Wie bei einem relativ neuen Parameter nicht anders zu erwarten, gab es im Rahmen der 13. International Conference on Advanced Technologies & Treatments for Diabetes (ATTD) einiges an neuen Daten und Diskussionen rund um die Zeit im Glukosezielbereich bzw. die Time in Range (TiR).
So wurde eine Subanalyse einer etwas älteren schwedischen Studie zur Nutzung von Systemen zum kontinuierlichen Glukosemonitoring (CGM) vorgestellt, in der 137 Patienten mit Diabetes Typ 1 für sechs Monate entweder ein CGM-System (Dexcom G4®) oder Blutglukoseselbstmessung (BGSM) sowie eine konventionelle Insulintherapie nutzten.

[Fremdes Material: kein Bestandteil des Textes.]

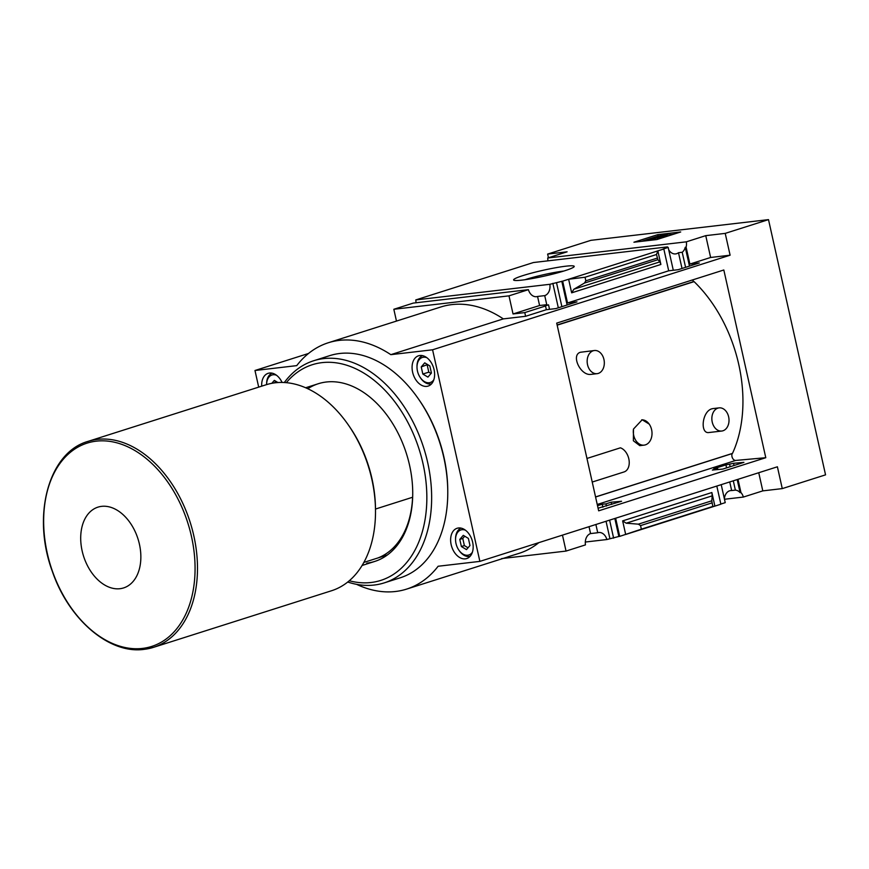 <?xml version="1.0" encoding="UTF-8"?>
<svg xmlns="http://www.w3.org/2000/svg" width="869" height="869" viewBox="0 0 869 869"><rect width="100%" height="100%" fill="white"/><g stroke="black" fill="none" stroke-linecap="round" stroke-linejoin="round"><path stroke-width="1.3" d="M633.479 429.058L633.382 440.789L639.78 445.634L644.125 445.134A12.709 9.32 -96.6 0 1 633.479 429.058L642.18 419.76L649.176 424.072A12.709 9.32 -96.6 0 1 651.587 437.183A12.709 9.32 -96.6 0 1 644.125 445.134M594.396 350.522A11.655 8.538 -96.6 0 1 604.107 360.298A11.655 8.538 -96.6 0 1 598.274 373.42A11.655 8.538 -96.6 0 1 597.101 373.67A11.655 8.538 -96.6 0 1 587.379 363.905A11.655 8.538 -96.6 0 1 593.212 350.772A11.655 8.538 -96.6 0 1 594.396 350.522L580.383 352.271C570.737 355.084 580.503 375.756 590.757 374.398M712.754 408.626L711.602 408.875C701.891 411.96 699.979 434.087 708.995 432.523L721.791 431.035A11.655 8.538 -96.6 0 1 712.069 421.259A11.655 8.538 -96.6 0 1 717.903 408.137A11.655 8.538 -96.6 0 1 719.087 407.876A11.655 8.538 -96.6 0 1 728.798 417.652A11.655 8.538 -96.6 0 1 722.965 430.774A11.655 8.538 -96.6 0 1 721.791 431.035M595.558 496.927L732.491 453.39A122.464 82.512 -107.6 0 0 694.092 281.643L557.17 325.169M586.955 458.452L620.412 447.817A12.709 8.571 -107.6 0 1 629.047 460.07A12.709 8.571 -107.6 0 1 624.072 471.932L592.234 482.045M595.569 497.003L732.209 453.564A122.257 82.37 -107.6 0 0 732.263 453.466M693.918 281.697A122.257 82.37 -107.6 0 0 693.766 281.545A4.236 2.857 -107.6 0 1 692.626 279.905M668.717 249.805A10.167 7.452 83.4 0 0 675.604 253.911A10.167 7.452 83.4 0 0 678.493 252.705L682.208 252.271A10.167 7.452 83.4 0 0 685.25 247.285L686.108 247.187L689.888 264.067L699.339 262.959L678.157 269.705L668.696 270.802L663.818 248.99L662.96 249.088L668.185 247.426L673.29 270.27M733.545 463.307L725.919 464.882L713.829 468.728L717.577 468.38L712.352 470.042L722.726 469.097L743.907 462.362L733.545 463.307L734.033 465.502M685.25 247.285L689.465 266.11M737.184 479.579L740.095 492.636L740.953 492.538L737.998 479.319M682.208 252.271L685.587 267.337M729.667 464.546L730.156 466.74M733.295 480.818L735.38 490.127A10.167 7.452 83.4 0 1 740.095 492.636M678.493 252.705L682.013 268.478M725.919 464.882L726.582 467.87M729.732 481.947L731.655 490.55L735.38 490.127M668.696 270.802L567.533 302.966L562.656 281.143L549.838 284.304L415.784 299.924L533.414 262.536L667.468 246.905A10.167 7.452 83.4 0 0 667.653 247.491M667.468 246.905L664.459 247.861L668.185 247.426M731.655 490.55A10.167 7.452 83.4 0 0 730.666 490.583A10.167 7.452 83.4 0 0 724.388 498.871M717.577 468.38L717.837 469.542M721.216 484.652L725.235 502.651L720.836 504.053M615.643 518.217L619.706 536.379L641.355 529.167L640.562 525.593L638.346 524.159L626.191 523.192L712.222 495.841L711.863 492.527L714.905 506.106L720.868 504.216L716.816 486.053M567.533 302.966L576.983 301.869L555.802 308.604L546.351 309.701L545.515 305.997L544.657 306.094L548.535 304.867L549.534 309.331M598.078 508.213L621.563 501.261L611.189 502.206L611.678 504.411M548.535 304.867L544.809 305.301L546.753 304.682L544.733 295.623A10.167 7.452 83.4 0 0 549.838 284.304M573.725 531.546L594.461 524.952M561.798 281.252L567.109 305.008M614.828 518.478L618.847 536.477L606.888 539.53A10.167 7.452 83.4 0 0 598.763 532.512A10.167 7.452 83.4 0 0 597.731 532.74L595.884 524.496M619.706 536.379L618.847 536.477M556.573 282.914L561.885 306.67M611.189 502.206L605.965 503.868L606.453 506.062M609.604 520.14L613.623 538.139M552.847 283.337L558.322 307.8M605.965 503.868L602.217 504.205L602.89 507.203M606.041 521.27L609.897 538.574M602.217 504.205L597.514 505.704M626.191 523.192L622.639 520.889L625.68 534.478L714.905 506.106L712.808 506.453L711.787 500.805L712.222 495.841M585.304 542.039L606.888 539.53M562.656 281.143L568.63 279.253L571.661 292.831L660.885 264.469L659.919 261.862L657.898 259.722L656.497 254.519L657.855 250.88L663.818 248.99M656.497 254.519L585.043 277.233L568.63 279.253L657.855 250.88L660.885 264.469M546.351 309.701L525.604 316.294L503.336 318.89A129.253 87.085 -107.6 0 0 440.768 306.996L328.265 342.766A129.253 87.085 -107.6 0 0 296.731 365.632L254.975 370.498L258.69 387.118M545.515 305.997L524.778 312.59L525.604 316.294M522.041 280.1A31.056 2.976 167.4 0 1 513.807 280.176A31.056 2.976 167.4 0 1 543.266 270.248A31.056 2.976 167.4 0 1 574.148 266.685A31.056 2.976 167.4 0 1 554.172 273.746A31.056 2.976 167.4 0 1 522.041 280.1M686.108 247.187A10.167 7.452 83.4 0 0 686.325 241.832L705.747 235.651L725.224 233.381L730.101 255.204L432.577 349.794L390.822 354.661L503.336 318.89M730.101 255.204L710.625 257.474L689.888 264.067M724.474 499.262L743.375 497.057L762.797 490.876L782.274 488.606L777.397 466.794L479.873 561.385L432.577 349.794M356.551 584.326A129.253 87.085 -107.6 0 0 406.583 589.117A129.253 87.085 -107.6 0 0 438.128 566.251L479.873 561.385M589.041 526.723L590.572 533.577A10.167 7.452 83.4 0 0 585.456 544.896L566.034 551.076L501.663 558.582M590.572 533.577L597.731 532.74M396.47 321.085L393.831 309.277L413.253 303.096L528.406 289.67A10.167 7.452 83.4 0 0 536.542 296.677A10.167 7.452 83.4 0 0 537.563 296.459L544.733 295.623M415.784 299.924A10.167 7.452 -96.6 0 1 415.936 302.781M546.753 304.682L539.595 305.519L513.036 313.959L524.778 312.59M537.563 296.459L539.595 305.519M743.375 497.057A10.167 7.452 83.4 0 0 740.953 492.538M758.746 472.725L762.797 490.876M705.747 235.651L710.625 257.474M782.274 488.606L825.55 474.854L768.5 219.629L590.898 240.333L547.633 254.085L567.109 251.814L547.687 257.995A10.167 7.452 -96.6 0 1 547.839 260.852M547.687 257.995L686.325 241.832M375.484 509.049L412.666 497.231M508.039 556.79L519.097 553.347A129.253 87.085 -107.6 0 0 538.856 542.636M508.68 556.66L406.583 589.117M562.471 535.13L566.034 551.076M393.831 309.277L508.984 295.851L513.036 313.959M641.355 529.167L712.808 506.453M598.665 510.831L556.703 323.116L723.823 269.987L765.785 457.702L598.665 510.831M725.224 233.381L768.5 219.629M308.506 353.477L254.975 370.498M547.633 254.085L548.448 257.745M508.984 295.851L528.406 289.67M585.043 277.233L585.847 280.806L657.29 258.093M585.847 280.806L584.457 283.066L573.888 289.214L571.661 292.831M680.709 231.969L656.845 239.551L633.925 242.223L657.8 234.641L680.709 231.969M657.8 234.641L658.115 236.075L641.594 241.332M673.366 234.304L670.108 234.684M660.483 235.803L658.115 236.075M649.056 240.007L646.188 240.344L664.155 234.348L669.88 233.674L649.154 240.452M657.322 238.193L657.572 239.323M669.88 233.674L670.205 235.119L667.218 236.064L666.903 234.63M665.469 234.793L665.784 236.238L667.218 236.064M657.648 238.823L665.784 236.238M657.409 237.758L657.714 239.279M390.822 354.661A129.253 87.085 -107.6 0 0 328.265 342.766M458.452 527.983A15.892 10.71 -107.6 0 0 457.083 528.276A15.892 10.71 -107.6 0 0 451.695 546.655A15.892 10.71 -107.6 0 0 466.707 558.561A15.892 10.71 -107.6 0 0 472.388 541.159A15.892 10.71 -107.6 0 0 458.452 527.983M282.077 382.447A15.892 10.71 -107.6 0 0 269.509 373.029A15.892 10.71 -107.6 0 0 268.141 373.322A15.892 10.71 -107.6 0 0 261.71 386.162M419.89 355.497A15.892 10.71 -107.6 0 0 418.532 355.79A15.892 10.71 -107.6 0 0 413.144 374.181A15.892 10.71 -107.6 0 0 428.156 386.075A15.892 10.71 -107.6 0 0 433.837 368.684A15.892 10.71 -107.6 0 0 419.89 355.497M119.987 588.704A42.375 28.547 72.4 0 1 81.382 529.84A42.375 28.547 72.4 0 1 130.991 524.061A42.375 28.547 72.4 0 1 119.987 588.704M88.041 441.376C48.545 452.38 31.621 515.773 52.292 571.248C68.521 619.271 109.168 654.324 144.037 649.371L153.531 647.34A108.06 72.811 72.4 0 0 190.17 522.291A108.06 72.811 72.4 0 0 88.041 441.376L266.055 384.782A108.06 72.811 72.4 0 1 348.61 425.354A108.06 72.811 72.4 0 1 375.495 509.94A108.06 72.811 72.4 0 1 331.534 590.746L153.531 647.34A108.06 72.811 72.4 0 1 144.254 649.328M348.61 425.354L349.642 426.853A103.824 69.954 72.4 0 1 375.473 508.126L375.495 509.94M363.872 562.417L387.465 554.922M426.864 357.702A13.133 8.853 -107.6 0 0 423.475 357.224A13.133 8.853 -107.6 0 0 417.001 367.283A13.133 8.853 -107.6 0 0 420.27 377.57A13.133 8.853 -107.6 0 0 433.859 379.699M431.426 373.051L429.829 365.914L424.735 362.851L421.237 366.924L422.823 374.05L427.917 377.113L431.426 373.051M422.551 355.638A14.827 9.993 -107.6 0 0 416.99 366.566L417.001 367.283M420.27 377.57L420.683 378.167A14.827 9.993 -107.6 0 0 431.524 383.87M276.472 375.234A13.133 8.853 -107.6 0 0 273.094 374.756A13.133 8.853 -107.6 0 0 266.609 384.609L266.609 384.087A14.827 9.993 -107.6 0 1 272.16 373.17M277.95 382.556L274.343 380.383L271.812 383.327M465.415 530.188A13.133 8.853 -107.6 0 0 462.026 529.71A13.133 8.853 -107.6 0 0 455.552 539.768A13.133 8.853 -107.6 0 0 458.821 550.055A13.133 8.853 -107.6 0 0 472.41 552.184M469.977 545.536L468.38 538.4L463.286 535.337L459.788 539.399L461.385 546.536L466.479 549.599L469.977 545.536M461.102 528.124A14.827 9.993 -107.6 0 0 455.552 539.041L455.552 539.768M458.821 550.055L459.234 550.653A14.827 9.993 -107.6 0 0 470.086 556.356M427.591 364.567L421.237 366.924M427.2 365.023L428.797 372.149L422.823 374.05M428.797 372.149L431.035 373.496M464.719 536.195L462.775 538.454L459.788 539.399M462.775 538.454L464.372 545.58L461.385 546.536M464.372 545.58L468.033 547.785M275.777 381.241L274.343 382.914M525.017 279.72A27.004 2.585 167.4 0 1 563.818 271.041M732.209 453.564A4.236 2.857 -107.6 0 0 732.524 458.115A4.236 2.857 -107.6 0 0 735.728 460.44L765.785 457.702M641.691 419.836A12.709 9.32 -96.6 0 1 649.176 424.072M412.601 497.253A90.93 61.264 72.4 0 1 377.95 557.941M284.315 382.534A116.533 78.514 72.4 0 1 313.622 360.765L329.731 355.638A116.533 78.514 72.4 0 1 418.76 399.403L419.586 400.598A113.144 76.233 72.4 0 1 447.741 489.16L447.763 490.616A116.533 78.514 72.4 0 1 400.348 577.755L384.228 582.882A116.533 78.514 72.4 0 1 374.235 585.033A116.533 78.514 72.4 0 1 347.741 582.034M418.76 399.403A116.533 78.514 72.4 0 1 447.763 490.616M313.622 360.765A116.533 78.514 72.4 0 1 423.757 448.035A116.533 78.514 72.4 0 1 384.228 582.882M286.325 382.675A113.144 76.233 72.4 0 1 413.774 434.848A113.144 76.233 72.4 0 1 371.106 582.491A113.144 76.233 72.4 0 1 349.295 580.753M307.789 388.736A93.233 62.818 72.4 0 1 389.518 418.739A93.233 62.818 72.4 0 1 412.721 491.713A93.233 62.818 72.4 0 1 366.783 563.145M557.127 324.984L693.766 281.545M622.639 520.889L711.863 492.527M640.562 525.593L712.004 502.879M573.888 289.214L659.919 261.862M584.457 283.066L657.898 259.722M638.346 524.159L711.787 500.805M142.538 648.404A106.648 71.855 72.4 0 1 45.362 500.272A106.648 71.855 72.4 0 1 170.237 485.717A106.648 71.855 72.4 0 1 142.538 648.404M597.242 504.465L735.728 460.44M305.627 387.759L318.293 383.74M362.123 565.458L374.789 561.428M590.757 374.409L597.101 373.67M712.754 408.615L719.087 407.876"/></g></svg>

Es wurde deutlich, wie schwierig es für Patienten mit einem HbA1c unter 7 % ist, so eine gute Glukosekontrolle zu erreichen und gleichzeitig die Zeit mit niedrigen Glukosewerten niedrig zu halten. Insgesamt betrachtet hatten bei der Studie nur 27 % der Teilnehmer einen HbA1c < 7 % erreicht. Bei diesen betrug die Zeit unter dem Glukosezielbereich (Time below Range [TbR]; < 70 mg/dl) 5,4 % – das Ziel nach ATTD-Konsensus liegt bei < 4 %.
Obwohl dieses Ziel nicht erreicht wurde, war die Situation deutlich besser als bei der konventionellen Blutglukosekontrolle: Hier lag die TbR bei 9,2 %. Einen guten HbA1c und wenig Zeit bei niedrigen Glukosewerten haben de facto wenige Studienteilnehmer erreicht, nur drei von 137 in der CGM-Gruppe und einer in der BGSM-Gruppe.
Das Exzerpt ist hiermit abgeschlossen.